QualitySolicitors
- Industry: Legal services
- Founded: 2009 (Leicester)
- Headquarters: St Ives, United Kingdom
- Number of locations: 200+
- Area served: United Kingdom
- Key people: Ian Wheeler (chief executive) Craig Holt (founder and president) Saleem Arif (founder and chief operating officer)
- Revenue: Circa £300 million (system)
- Website: www.qualitysolicitors.com

= QualitySolicitors =

Law firms in the United Kingdom

QualitySolicitors is a grouping of law firms in the United Kingdom. It was founded in 2009 and has over 200 branches. It is the first national chain of solicitors in the UK, following a franchise-type model based on independent ownership of small to medium High Street law firms trading under one brand name but sharing national marketing campaigns.

==History==
QualitySolicitors was founded in 2009 as an internet-based alliance of independent law firms in the United Kingdom. In May 2010 member firms began to rebrand under the "QualitySolicitors" name, with 50 converting in November of that year.

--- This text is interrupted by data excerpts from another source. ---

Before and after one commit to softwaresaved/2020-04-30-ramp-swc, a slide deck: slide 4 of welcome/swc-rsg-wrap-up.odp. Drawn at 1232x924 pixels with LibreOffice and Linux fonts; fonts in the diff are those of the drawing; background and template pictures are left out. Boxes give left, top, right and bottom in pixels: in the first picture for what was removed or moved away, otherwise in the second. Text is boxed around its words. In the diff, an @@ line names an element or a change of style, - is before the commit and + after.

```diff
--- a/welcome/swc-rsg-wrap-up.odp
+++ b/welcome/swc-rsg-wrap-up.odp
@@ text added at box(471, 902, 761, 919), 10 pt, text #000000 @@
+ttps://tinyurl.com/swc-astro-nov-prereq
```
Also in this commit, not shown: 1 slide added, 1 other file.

In April 2011 QualitySolicitors agreed a deal with the retailer WHSmith under which QualitySolicitors would place representatives in up to 500 of its branches.

In October 2011 the private equity firm Palamon Capital Partners acquired a majority stake in the QualitySolicitors holding company in a deal estimated at £100 million. In March 2012 QualitySolicitors launched a £15 million television advertising campaign, the largest ever by a UK-based legal services provider.

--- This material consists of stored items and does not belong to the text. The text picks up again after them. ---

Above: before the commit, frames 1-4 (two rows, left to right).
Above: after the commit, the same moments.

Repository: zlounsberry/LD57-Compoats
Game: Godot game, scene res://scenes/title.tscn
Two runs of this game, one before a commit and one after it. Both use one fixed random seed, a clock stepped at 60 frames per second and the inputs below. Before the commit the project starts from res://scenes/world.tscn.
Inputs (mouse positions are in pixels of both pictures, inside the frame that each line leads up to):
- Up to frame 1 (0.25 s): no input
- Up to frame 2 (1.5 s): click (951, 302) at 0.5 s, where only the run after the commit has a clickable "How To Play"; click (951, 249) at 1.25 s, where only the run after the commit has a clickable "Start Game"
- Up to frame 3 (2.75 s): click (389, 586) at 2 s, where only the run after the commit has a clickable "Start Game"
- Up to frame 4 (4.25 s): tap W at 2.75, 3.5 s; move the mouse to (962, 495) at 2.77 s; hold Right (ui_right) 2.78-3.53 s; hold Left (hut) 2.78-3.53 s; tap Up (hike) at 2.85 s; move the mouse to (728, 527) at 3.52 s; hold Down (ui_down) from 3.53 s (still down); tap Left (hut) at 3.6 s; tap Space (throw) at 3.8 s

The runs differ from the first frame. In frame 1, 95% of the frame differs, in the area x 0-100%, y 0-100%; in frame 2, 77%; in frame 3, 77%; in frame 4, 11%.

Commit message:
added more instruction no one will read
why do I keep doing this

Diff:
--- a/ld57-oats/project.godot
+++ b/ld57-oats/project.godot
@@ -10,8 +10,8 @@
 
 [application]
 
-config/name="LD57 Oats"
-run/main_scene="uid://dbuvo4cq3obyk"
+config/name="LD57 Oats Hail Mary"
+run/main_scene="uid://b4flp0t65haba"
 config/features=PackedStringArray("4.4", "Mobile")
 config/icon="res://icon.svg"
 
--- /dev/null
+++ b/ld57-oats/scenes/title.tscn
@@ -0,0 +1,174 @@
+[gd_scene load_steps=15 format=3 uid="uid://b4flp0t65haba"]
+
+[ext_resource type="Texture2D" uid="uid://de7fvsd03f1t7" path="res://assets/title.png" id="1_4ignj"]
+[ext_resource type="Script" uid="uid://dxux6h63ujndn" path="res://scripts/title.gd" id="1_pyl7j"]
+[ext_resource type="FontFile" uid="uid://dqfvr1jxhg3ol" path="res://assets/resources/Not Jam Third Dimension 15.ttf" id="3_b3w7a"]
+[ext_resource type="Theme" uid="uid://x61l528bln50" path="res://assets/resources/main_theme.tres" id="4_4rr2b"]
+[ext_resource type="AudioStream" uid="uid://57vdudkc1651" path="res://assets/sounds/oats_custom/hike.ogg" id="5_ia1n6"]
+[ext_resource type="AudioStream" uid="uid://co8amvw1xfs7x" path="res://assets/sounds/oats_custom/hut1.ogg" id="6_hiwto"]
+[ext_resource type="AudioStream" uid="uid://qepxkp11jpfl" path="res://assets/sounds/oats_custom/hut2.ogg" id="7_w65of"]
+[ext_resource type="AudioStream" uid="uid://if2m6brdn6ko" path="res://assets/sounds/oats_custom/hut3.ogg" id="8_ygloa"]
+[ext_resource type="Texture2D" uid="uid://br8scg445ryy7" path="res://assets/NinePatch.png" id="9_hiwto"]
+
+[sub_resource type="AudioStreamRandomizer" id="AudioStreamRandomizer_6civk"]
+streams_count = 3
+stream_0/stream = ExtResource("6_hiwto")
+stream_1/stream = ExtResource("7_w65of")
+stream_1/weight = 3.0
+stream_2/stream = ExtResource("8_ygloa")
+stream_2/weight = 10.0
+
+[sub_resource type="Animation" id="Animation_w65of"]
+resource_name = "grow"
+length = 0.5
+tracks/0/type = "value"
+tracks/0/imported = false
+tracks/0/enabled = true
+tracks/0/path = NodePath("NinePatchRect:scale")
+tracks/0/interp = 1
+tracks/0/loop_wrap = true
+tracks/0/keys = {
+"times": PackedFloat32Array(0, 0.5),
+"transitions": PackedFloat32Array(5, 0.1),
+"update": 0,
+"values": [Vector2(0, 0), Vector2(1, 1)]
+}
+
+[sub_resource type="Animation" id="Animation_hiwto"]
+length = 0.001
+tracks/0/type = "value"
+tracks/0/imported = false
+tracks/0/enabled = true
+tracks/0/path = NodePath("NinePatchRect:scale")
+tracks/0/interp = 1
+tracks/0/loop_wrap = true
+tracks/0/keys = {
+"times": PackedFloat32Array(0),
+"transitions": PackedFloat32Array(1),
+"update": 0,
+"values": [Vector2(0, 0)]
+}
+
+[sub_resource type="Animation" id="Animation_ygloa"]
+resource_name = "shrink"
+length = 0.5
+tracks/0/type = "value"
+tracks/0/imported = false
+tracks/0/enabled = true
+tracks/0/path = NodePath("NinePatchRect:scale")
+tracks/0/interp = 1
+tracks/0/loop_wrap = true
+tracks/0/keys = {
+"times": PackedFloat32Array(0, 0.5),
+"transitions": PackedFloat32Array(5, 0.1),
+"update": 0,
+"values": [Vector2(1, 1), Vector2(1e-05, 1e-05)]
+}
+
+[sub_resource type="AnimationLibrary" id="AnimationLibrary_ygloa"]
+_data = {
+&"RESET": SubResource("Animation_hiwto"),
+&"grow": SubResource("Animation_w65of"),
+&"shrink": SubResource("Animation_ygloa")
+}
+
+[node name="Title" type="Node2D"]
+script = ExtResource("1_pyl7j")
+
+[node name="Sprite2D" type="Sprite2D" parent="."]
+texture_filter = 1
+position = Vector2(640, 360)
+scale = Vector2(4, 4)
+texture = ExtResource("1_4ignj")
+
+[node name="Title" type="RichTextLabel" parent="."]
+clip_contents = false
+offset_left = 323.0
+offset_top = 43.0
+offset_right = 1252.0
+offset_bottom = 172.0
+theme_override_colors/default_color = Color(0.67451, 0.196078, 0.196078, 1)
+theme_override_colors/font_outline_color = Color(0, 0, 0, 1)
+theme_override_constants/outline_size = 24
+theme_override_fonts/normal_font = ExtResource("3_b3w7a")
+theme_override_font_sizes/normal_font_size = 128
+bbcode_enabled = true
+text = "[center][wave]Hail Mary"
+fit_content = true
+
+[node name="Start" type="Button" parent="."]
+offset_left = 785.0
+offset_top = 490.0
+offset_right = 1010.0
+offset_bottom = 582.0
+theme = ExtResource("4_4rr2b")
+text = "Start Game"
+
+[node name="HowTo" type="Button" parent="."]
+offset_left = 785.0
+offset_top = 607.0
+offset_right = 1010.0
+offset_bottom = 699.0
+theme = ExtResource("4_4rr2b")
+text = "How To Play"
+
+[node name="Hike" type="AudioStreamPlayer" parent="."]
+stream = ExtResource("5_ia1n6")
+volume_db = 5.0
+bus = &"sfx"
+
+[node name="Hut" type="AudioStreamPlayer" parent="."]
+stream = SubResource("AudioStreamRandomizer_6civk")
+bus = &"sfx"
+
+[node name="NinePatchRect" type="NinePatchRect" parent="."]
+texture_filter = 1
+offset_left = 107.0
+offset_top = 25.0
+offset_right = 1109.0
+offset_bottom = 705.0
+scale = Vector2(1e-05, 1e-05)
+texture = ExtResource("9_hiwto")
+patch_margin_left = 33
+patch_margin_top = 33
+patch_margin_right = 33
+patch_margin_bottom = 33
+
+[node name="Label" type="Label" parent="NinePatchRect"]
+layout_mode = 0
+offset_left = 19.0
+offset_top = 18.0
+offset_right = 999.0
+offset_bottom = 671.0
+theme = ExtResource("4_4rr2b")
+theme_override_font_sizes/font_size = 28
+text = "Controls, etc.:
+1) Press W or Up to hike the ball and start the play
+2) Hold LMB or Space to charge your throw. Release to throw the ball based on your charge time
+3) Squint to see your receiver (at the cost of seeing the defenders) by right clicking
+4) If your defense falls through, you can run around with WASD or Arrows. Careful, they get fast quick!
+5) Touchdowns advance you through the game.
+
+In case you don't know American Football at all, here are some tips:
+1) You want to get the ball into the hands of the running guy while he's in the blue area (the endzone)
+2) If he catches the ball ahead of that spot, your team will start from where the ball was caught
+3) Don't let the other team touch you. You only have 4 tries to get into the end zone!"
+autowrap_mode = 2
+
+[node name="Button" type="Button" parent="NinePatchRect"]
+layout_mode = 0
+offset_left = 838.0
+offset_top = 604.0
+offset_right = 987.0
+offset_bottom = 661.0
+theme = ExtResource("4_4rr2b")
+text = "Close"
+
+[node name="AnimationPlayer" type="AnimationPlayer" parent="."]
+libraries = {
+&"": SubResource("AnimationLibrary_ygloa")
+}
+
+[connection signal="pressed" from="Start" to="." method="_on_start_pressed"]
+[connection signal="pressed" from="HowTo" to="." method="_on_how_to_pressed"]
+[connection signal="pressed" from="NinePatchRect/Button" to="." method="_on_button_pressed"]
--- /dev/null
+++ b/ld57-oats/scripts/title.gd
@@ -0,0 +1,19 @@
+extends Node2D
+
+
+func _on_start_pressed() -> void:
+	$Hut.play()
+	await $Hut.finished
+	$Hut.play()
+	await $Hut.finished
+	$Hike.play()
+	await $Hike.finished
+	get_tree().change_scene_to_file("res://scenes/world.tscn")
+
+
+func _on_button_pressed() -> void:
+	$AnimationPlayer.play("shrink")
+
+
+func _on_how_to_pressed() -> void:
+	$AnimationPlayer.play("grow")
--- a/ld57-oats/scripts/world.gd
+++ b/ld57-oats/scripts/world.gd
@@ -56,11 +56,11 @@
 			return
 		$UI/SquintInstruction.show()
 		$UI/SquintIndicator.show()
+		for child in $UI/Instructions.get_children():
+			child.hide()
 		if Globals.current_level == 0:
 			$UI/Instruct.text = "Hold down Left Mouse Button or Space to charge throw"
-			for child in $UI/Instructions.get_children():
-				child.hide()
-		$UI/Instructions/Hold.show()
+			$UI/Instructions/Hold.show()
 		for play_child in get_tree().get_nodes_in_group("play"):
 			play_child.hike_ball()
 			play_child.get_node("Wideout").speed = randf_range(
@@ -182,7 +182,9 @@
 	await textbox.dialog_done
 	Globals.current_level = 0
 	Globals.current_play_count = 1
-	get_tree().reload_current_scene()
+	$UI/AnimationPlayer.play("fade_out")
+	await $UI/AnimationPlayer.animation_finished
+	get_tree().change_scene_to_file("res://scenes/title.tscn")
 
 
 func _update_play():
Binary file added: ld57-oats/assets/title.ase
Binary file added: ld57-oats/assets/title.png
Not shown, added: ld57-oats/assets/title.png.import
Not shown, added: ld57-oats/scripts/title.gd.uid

In September 2012 it was announced that QualitySolicitors had formed a partnership with the California-based online legal services provider LegalZoom, as part of which the companies will jointly offer online legal services in the United Kingdom including company formations and divorce documents.

==Operations==
QualitySolicitors has over 80 branches across the UK and previously held locations in 160 WHSmith outlets.

Member firms pay varying annual fees to the QualitySolicitors holding company. This revenue is used to fund central costs such as advertising.